• Авторизация


Памяти отца Валерия. Записки церковной служительницы 02-06-2013 12:08 к комментариям - к полной версии - понравилось!


[140x201]
Мне не хочется в названии этой истории менять слово «отец» на, например, «протоиерей», либо «священник», хотя по земному возрасту ему бы было всего сорок три сейчас.

Просто с момента его смерти кто бы ни зашёл в наш храм, из тех, кто его знал, все о нём плачут, как о родном отце. Или брате. Или сыне. Все его жалеют. Многие по причине, что не могут пойти к другому священнику со своими грехами, к нему вот могли, а к другим не могут. Потому что все знали, что батюшка грешник, как все мы, поэтому и скорее поймёт другого. А его грех, который невозможно было скрыть, всем нам отравлял жизнь. Из-за пьянки батюшка мог пропустить службу. Когда это случалось, прихожане разбредались по разным храмам. Когда он приходил в норму, все опять были на своих местах. Никто не осуждал, все дружно молчали, разводили руками при встречах в других храмах, мол, что поделаешь – дано ему такое горе (именно так, беда, горе – для смирения дано). Батюшка был умён, образован, добр, деликатен, красив, статен. И не достать бы нам его рукой, не дотянуться бы. Если б Господь не попустил ему этот тяжкий грех. Поэтому на исповедь к нему никто не стеснялся, шли все: преподаватели университета и уличные немытые бездомные. Если вошедший хотел исповедоваться, то отец не назначал другого времени, сразу надевал поручи и епитрахиль – готов помочь облегчить душу, поддержать, утешить.

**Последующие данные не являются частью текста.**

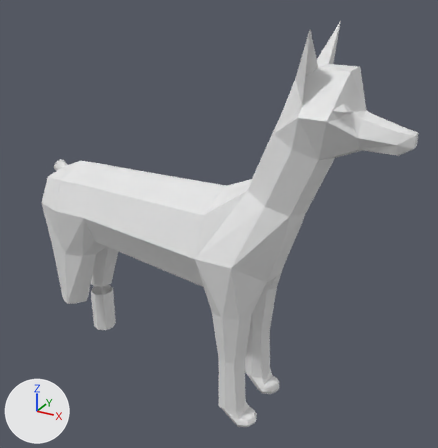
One commit to the Blender file 3d/dog/little-blocks.blend: the scene before it, then after it.
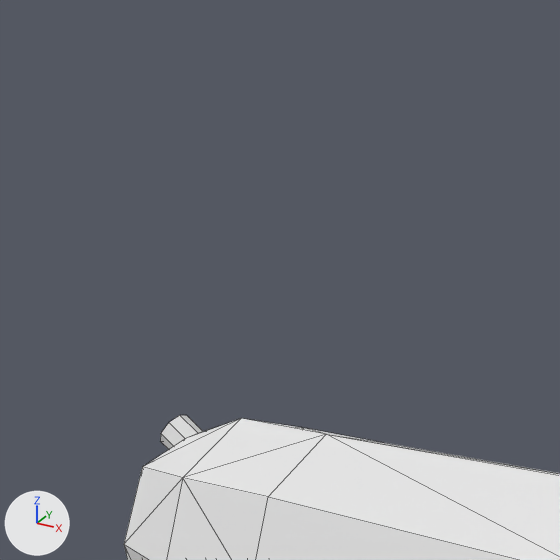
Each version appears first whole from a 50 mm camera at (9.35, -16.19, 7.91) aimed at (0.18, 0.48, -0.42), and next in a close-up on the part from 0% to 43% of the width and 5% to 46% of the height. The axes (+X, +Y, +Z) are drawn at lower left. The lights are the same throughout. The close-ups show mesh edges as thin lines.

Objects in the first close-up: 'Плоскость'.
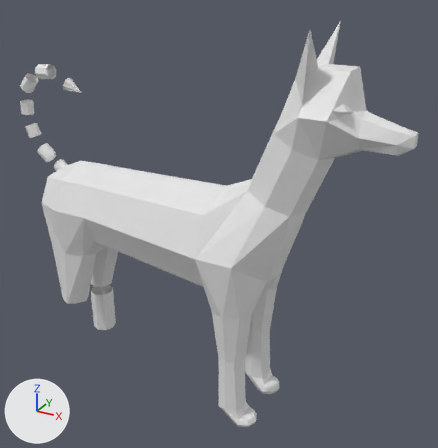
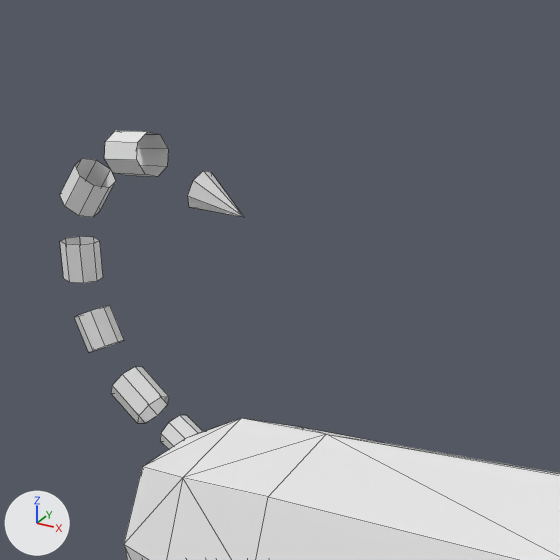
Pixel boxes (x1, y1, x2, y2) of what changed, in the close-ups (560 x 560 px):
'Плоскость', reshaped
    before: (124, 415, 560, 560)
    after: (60, 131, 560, 560)
part 1 of me_плоскость, added
    after: (104, 131, 168, 177)
part 2 of me_плоскость, added
    after: (60, 158, 116, 217)
part 3 of me_плоскость, added
    after: (60, 236, 103, 283)
part 4 of me_плоскость, added
    after: (74, 305, 124, 352)
part 5 of me_плоскость, added
    after: (111, 367, 169, 423)
part 6 of me_плоскость, added
    after: (188, 171, 243, 217)

The edits, one by one:
me_плоскость is used by ob_плоскость; location (0.0, 0.0, 0.0).
Verts and faces of me_плоскость; kept vertices keep their numbers, new ones are numbered from 287.
me_плоскость had 287 vertices, 498 faces and spanned x -6.56..6.4, y -1.91..1.91, z -7.0..6.3.
me_плоскость now has 376 vertices, 546 faces and spans x -7.9..6.4, y -1.91..1.91, z -7.0..6.3.
me_плоскость part 1: a new loose piece of 16 vertices spanning x -6.82..-6.26, y -0.27..0.27, z 3.93..4.49.
me_плоскость part 2: a new loose piece of 16 vertices spanning x -7.76..-7.05, y -0.25..0.25, z 3.38..4.08.
me_плоскость part 3: a new loose piece of 16 vertices spanning x -7.9..-7.41, y -0.23..0.23, z 2.58..3.07.
me_плоскость part 4: a new loose piece of 16 vertices spanning x -7.81..-7.2, y -0.23..0.23, z 1.66..2.27.
me_плоскость part 5: a new loose piece of 16 vertices spanning x -7.3..-6.58, y -0.26..0.26, z 0.82..1.54.
Part 6, on me_плоскость:
New vertex 287 is at (-5.62, 0.24, 3.9).
New vertex 288 is at (-5.68, 0.18, 3.73).
New vertex 289 is at (-5.69, 0.02, 3.64), pixel (197, 208).
New vertex 290 is at (-5.65, -0.16, 3.69), pixel (189, 207).
New vertex 291 is at (-5.58, -0.24, 3.85), pixel (187, 195).
New vertex 292 is at (-5.52, -0.18, 4.02), pixel (193, 180).
New vertex 293 is at (-5.51, -0.02, 4.1), pixel (203, 170).
New vertex 294 is at (-5.55, 0.16, 4.05), pixel (211, 172).
New vertex 295 is at (-4.97, 0.0, 3.61), pixel (244, 217).
New faces: (287, 295, 288), (288, 295, 289), (289, 295, 290), (290, 295, 291), (291, 295, 292), (292, 295, 293).
New faces: (293, 295, 294), (287, 294, 295).

Однажды пришла пораньше, принесла просфоры. Батюшка был в алтаре, в храме из-за раннего часа никого не было. И нечаянно стала свидетелем его раскаяния, теперь можно это сказать. Он очень страдал, называл себя алкашом и плакал. После смерти в его доме в окладе иконы Божией Матери была найдена записка, в которой он в детски-трогательных выражениях просил Заступницу не оставить его, пьяницу, когда пойдёт на Суд душой. Он не мог побороть эту страсть и предвидел, что мог умереть нечаянно… Это было необходимое вступление – чтобы, по словам С.Есенина, «правды жизни не нарушить»…

А теперь фрагментами расскажу о дорогом отце Валерии то, что всплывает в памяти, требует свидетельства… Возможно, не раз вернусь в своих рассказах к свидетельствам к нему, потому что идут новые люди, полнится копилочка. Зачем же молчать о хорошем? О хорошем надо рассказывать – такие времена теперь, много грязи льётся на Матерь Церковь…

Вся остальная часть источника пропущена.